Erika Hamilton, director of the Breast Cancer and Gynecological Cancer Research Program for Sarah Cannon Research Institute, Nashville, Tennessee, said, “Enhertu has demonstrated significant progression-free survival in the earlier metastatic setting, potentially establishing it as a new standard of care in previously treated patients with HER2-positive metastatic breast cancer. Today’s approval is an important milestone for the clinical community as we will now be able to offer Enhertu to these patients earlier in their treatment​.”

Catherine Ormerod, executive vice president of strategy and mission with Living Beyond Breast Cancer, said, “This is an important day for the breast cancer community. With this approval, Enhertu now provides a new treatment option for patients with HER2-positive metastatic breast cancer which can be used earlier in treatment to potentially delay the progression of the disease​.”

Dave Fredrickson, executive vice president of AstraZeneca’s Oncology Business Unit, commented, “Enhertu is already established in the later-line treatment of patients with HER2-positive metastatic breast cancer, and we are thrilled that with this approval, patients in the US will now be able to access the transformative potential of Enhertu earlier in their treatment. We look forward to bringing this important, potentially paradigm-shifting medicine to even more patients across the globe in an earlier setting as quickly as possible​.”

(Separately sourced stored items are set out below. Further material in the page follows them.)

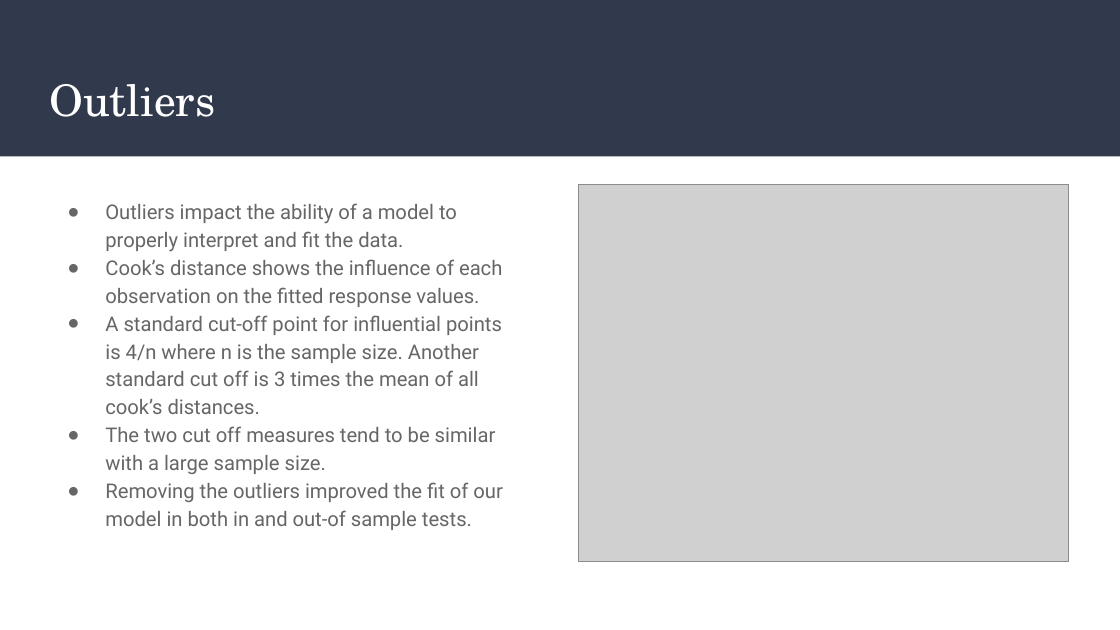
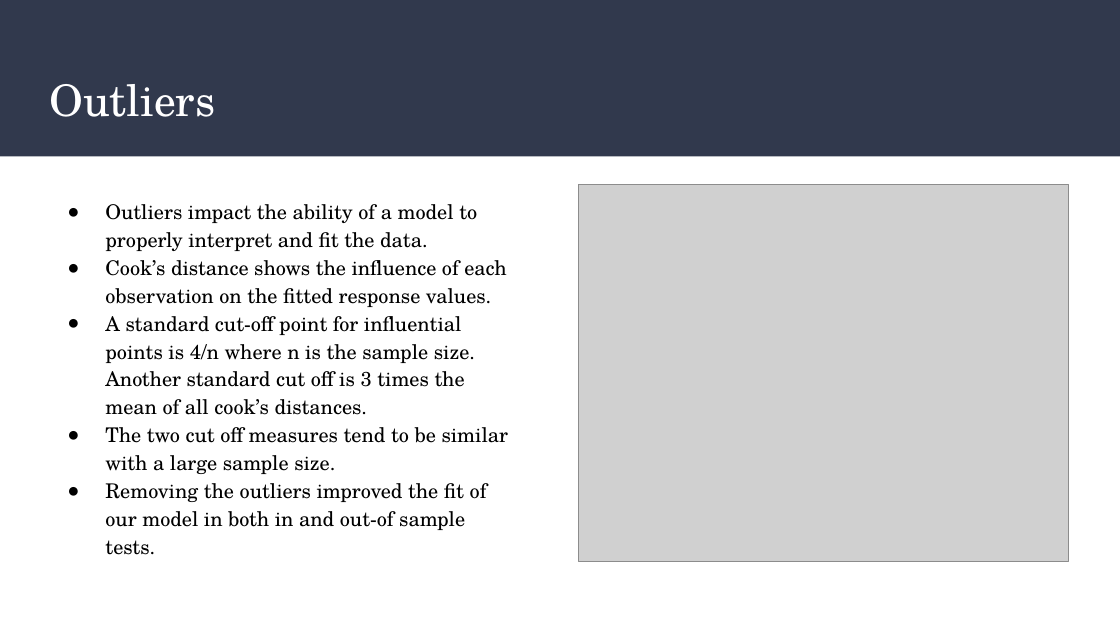
Before and after one commit to saudino480/machina_ex_kaggle, a slide deck: slide 9 of presentation/Machina-Ex-Kaggle Presentation_beta.pptx (slide 8 before the commit). Drawn at 1120x630 pixels with LibreOffice and Linux fonts; fonts in the diff are those of the drawing; grey boxes stand for pictures. Boxes give left, top, right and bottom in pixels: in the first picture for what was removed or moved away, otherwise in the second. Text is boxed around its words. In the diff, an @@ line names an element or a change of style, - is before the commit and + after.

```diff
--- a/presentation/Machina-Ex-Kaggle Presentation_beta.pptx
+++ b/presentation/Machina-Ex-Kaggle Presentation_beta.pptx
@@ text "Outliers impact the ability of ..." at (x1=105, y1=204, x2=509, y2=555): font Roboto to TeX Gyre Schola, text colour #666666 to #000000; bullet colour #666666 to #000000 @@
```
Also in this commit, not shown: 11 other slides changed, 1 slide added, 2 other files.

Finally, Ken Keller (Daiichi Sankyo’s global head of oncology business, president, and CEO), remarked, “Today’s FDA approval, which converts the accelerated approval of Enhertu to regular approval, highlights the importance of the FDA’s accelerated pathway that allows for earlier approval of medicines to treat serious medical conditions such as breast cancer. Data from DESTINY-Breast03 not only confirmed the results of DESTINY-Breast01, but also demonstrated the superiority of Enhertu in prolonging progression-free survival compared to T-DM1 in an earlier setting of HER2-positive metastatic breast cancer.​”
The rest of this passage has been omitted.